In 1750 China had 225 million people. 520 million by 1950. 1.307 billion according to the latest Chinese census (2005). Despite losing over 225 million in famine, floods and 100 million in war and revolution since 1750. Now they mandate birth control, abortion, and are on the march to subdue and overwhelm with their numbers Western territories like Tibet.

In 1900, the population of India, including Pakistan and Bangladesh, was 238 million. Now the net is 1.402 billion when the fast breeding Muslim splitoff nations are added.

By 2050, the world will have 9.7 billion. Some 6 billion of which would love to get into the US or the few other nations prosperous and with enough resources still to go around. An estimated 2 billion of which if they manage to show up on our Border or in an airport could make a plausible legal case to demand to be let in, subsidized, and get their family imported as well as "oppressed refugees seeking FREEDOM".

Not being Malthusian, just spelling out the facts.

The illegal immigrant debate must factor in:

1. Demography ----- The tremendous social, environmental, resource and economic degredations attendent with America having out of control population explosion and passing 500 billion people in less than 50 years.

2. Family Reunification ---- If the practice Jewish, Cuban interests put into law to give special preference to Soviet Jews and Cuban refugees continues to apply to all immigrants - we not only have legal immigrants seeking to move their villages to America, we will have 12 million illegals seeking to initially get 4-5 family members in if given amnesty. For an additional 60-75 million more people coming in.

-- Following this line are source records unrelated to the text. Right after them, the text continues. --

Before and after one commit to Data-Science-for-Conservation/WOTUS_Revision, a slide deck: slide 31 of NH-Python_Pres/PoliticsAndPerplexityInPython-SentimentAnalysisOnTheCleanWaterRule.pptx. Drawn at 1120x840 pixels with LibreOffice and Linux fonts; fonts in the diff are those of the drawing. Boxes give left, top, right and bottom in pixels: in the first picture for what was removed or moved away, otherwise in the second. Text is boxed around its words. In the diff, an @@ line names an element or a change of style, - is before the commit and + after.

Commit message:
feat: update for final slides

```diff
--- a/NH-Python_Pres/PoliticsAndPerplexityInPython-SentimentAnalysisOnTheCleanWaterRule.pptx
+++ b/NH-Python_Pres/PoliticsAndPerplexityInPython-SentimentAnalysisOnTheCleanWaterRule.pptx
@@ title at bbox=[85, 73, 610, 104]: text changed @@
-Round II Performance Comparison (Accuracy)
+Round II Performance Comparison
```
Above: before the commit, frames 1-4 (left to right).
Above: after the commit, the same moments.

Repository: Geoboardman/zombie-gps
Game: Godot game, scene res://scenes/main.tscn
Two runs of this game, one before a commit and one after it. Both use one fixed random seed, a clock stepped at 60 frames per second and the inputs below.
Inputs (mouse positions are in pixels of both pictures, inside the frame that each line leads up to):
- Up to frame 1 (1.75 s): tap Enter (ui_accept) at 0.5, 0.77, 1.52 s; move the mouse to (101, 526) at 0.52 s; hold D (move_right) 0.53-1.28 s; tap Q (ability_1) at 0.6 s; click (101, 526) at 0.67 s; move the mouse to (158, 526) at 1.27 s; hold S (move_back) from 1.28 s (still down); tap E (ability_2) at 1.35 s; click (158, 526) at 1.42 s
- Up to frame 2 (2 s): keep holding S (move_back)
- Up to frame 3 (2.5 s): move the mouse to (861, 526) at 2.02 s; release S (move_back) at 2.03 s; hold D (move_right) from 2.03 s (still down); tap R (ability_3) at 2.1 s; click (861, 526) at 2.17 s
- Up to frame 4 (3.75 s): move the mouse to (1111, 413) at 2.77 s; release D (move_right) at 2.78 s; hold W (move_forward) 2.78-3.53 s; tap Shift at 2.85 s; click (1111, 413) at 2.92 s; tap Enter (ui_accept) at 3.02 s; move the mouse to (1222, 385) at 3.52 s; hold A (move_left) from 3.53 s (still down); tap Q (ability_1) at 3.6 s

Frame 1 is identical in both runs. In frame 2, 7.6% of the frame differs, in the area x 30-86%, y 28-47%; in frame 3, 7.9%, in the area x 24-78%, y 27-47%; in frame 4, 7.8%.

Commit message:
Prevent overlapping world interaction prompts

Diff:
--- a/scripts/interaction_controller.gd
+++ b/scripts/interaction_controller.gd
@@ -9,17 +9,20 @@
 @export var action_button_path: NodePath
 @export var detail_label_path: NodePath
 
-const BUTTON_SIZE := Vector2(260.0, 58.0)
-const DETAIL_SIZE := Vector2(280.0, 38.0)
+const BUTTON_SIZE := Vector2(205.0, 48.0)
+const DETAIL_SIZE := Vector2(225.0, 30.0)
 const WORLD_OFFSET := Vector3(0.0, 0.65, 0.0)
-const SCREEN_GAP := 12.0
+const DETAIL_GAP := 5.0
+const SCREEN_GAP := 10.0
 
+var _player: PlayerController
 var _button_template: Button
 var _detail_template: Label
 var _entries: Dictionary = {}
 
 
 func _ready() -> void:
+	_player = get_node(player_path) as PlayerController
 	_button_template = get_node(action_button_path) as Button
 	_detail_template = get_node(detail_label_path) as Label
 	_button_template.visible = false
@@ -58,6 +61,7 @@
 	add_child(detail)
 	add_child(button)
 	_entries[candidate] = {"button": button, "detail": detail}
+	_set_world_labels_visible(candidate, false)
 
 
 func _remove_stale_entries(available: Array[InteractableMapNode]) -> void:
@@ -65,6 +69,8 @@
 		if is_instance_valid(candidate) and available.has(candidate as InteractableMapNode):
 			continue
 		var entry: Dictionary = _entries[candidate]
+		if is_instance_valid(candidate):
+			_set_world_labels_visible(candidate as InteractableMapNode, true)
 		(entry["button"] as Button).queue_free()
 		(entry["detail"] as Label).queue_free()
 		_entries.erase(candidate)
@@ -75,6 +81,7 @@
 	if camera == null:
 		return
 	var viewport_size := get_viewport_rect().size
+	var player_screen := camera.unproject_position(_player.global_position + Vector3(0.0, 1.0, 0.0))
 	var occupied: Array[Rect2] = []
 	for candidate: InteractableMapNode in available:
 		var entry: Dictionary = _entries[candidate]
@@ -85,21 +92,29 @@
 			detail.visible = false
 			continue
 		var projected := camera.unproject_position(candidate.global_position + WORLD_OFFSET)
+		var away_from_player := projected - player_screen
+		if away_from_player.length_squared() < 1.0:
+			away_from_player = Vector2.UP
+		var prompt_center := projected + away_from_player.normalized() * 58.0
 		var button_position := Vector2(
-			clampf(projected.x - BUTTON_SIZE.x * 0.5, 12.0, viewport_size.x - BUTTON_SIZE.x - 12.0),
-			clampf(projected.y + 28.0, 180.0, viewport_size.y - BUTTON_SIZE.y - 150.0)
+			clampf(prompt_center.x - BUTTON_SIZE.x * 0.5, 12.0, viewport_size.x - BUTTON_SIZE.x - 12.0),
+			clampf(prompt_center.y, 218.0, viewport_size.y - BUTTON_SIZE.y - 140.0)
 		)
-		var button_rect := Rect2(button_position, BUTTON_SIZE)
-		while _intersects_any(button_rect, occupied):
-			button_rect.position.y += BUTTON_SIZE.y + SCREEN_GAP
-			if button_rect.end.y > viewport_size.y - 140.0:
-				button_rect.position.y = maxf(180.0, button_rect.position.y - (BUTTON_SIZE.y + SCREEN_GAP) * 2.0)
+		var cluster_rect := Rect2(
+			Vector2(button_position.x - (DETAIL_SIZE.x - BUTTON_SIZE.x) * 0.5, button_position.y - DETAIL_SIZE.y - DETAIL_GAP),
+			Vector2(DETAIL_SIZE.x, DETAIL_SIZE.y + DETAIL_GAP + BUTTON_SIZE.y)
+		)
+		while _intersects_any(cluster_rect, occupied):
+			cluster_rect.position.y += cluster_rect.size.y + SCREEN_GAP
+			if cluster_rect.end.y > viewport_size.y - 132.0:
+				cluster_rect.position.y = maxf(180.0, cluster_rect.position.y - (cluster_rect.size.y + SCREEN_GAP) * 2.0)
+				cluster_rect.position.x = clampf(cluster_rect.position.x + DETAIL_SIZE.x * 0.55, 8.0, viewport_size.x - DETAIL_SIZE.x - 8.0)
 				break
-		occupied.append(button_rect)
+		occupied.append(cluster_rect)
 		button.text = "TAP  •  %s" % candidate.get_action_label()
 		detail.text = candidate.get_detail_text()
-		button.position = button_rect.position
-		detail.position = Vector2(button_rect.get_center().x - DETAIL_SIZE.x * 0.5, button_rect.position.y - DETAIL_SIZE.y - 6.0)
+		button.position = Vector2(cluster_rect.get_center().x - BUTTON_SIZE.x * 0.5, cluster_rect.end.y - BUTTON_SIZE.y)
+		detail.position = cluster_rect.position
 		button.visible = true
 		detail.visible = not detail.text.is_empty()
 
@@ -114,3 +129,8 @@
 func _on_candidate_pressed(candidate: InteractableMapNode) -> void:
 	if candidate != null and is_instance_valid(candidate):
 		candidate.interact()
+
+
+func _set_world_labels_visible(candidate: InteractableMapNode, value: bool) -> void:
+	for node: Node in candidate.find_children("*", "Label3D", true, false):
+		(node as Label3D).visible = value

3. Economic multiplier --- Every illegal that depresses local wages 50% does not only screw locals with extra taxes, unemployment, but also removes the 5-6X money multiplier from the impact of his/her wages largely going into remittances or paying for more illegals to come - instead of being spent or invested in the local economy.

4. For a Laugh ----- Listen to a Lefty environmentalist explain how America should comply with Kyoto, abandon hydro and nuclear power, devote more and more of America to "pristine reclaimed wilderness" but who at the same time supports unlimited immigration of the poor, oppressed masses of the 3rd world Franz Fanon talked about - into the US.

Posted by: Chris Ford | March 22, 2006 05:03 PM

Sometimes its hard to get a point across. I AM NOT IN FAVOUR OF ILLEGAL IMMIGRATION.
The solution to the continuing illegal immigration is to legalise, document and regulate it. Then people will come and people will go. You wont need a wall.
The solution to all the illegals CURRENTLY in the country is to legalise them (Guest Worker, Green card, citizenship, whatever).

Now on to the real issue: how to keep those poor, brown-skinned spanish-speaking, sub-humans out of White America.

Posted by: Eric Yendall | March 22, 2006 05:03 PM

All guest worker plans assume that labor markets should be borderless. Otherwise, why would employers be permitted to draw from foreign populations (instead of the usual approach to labor shortages: raising wages)?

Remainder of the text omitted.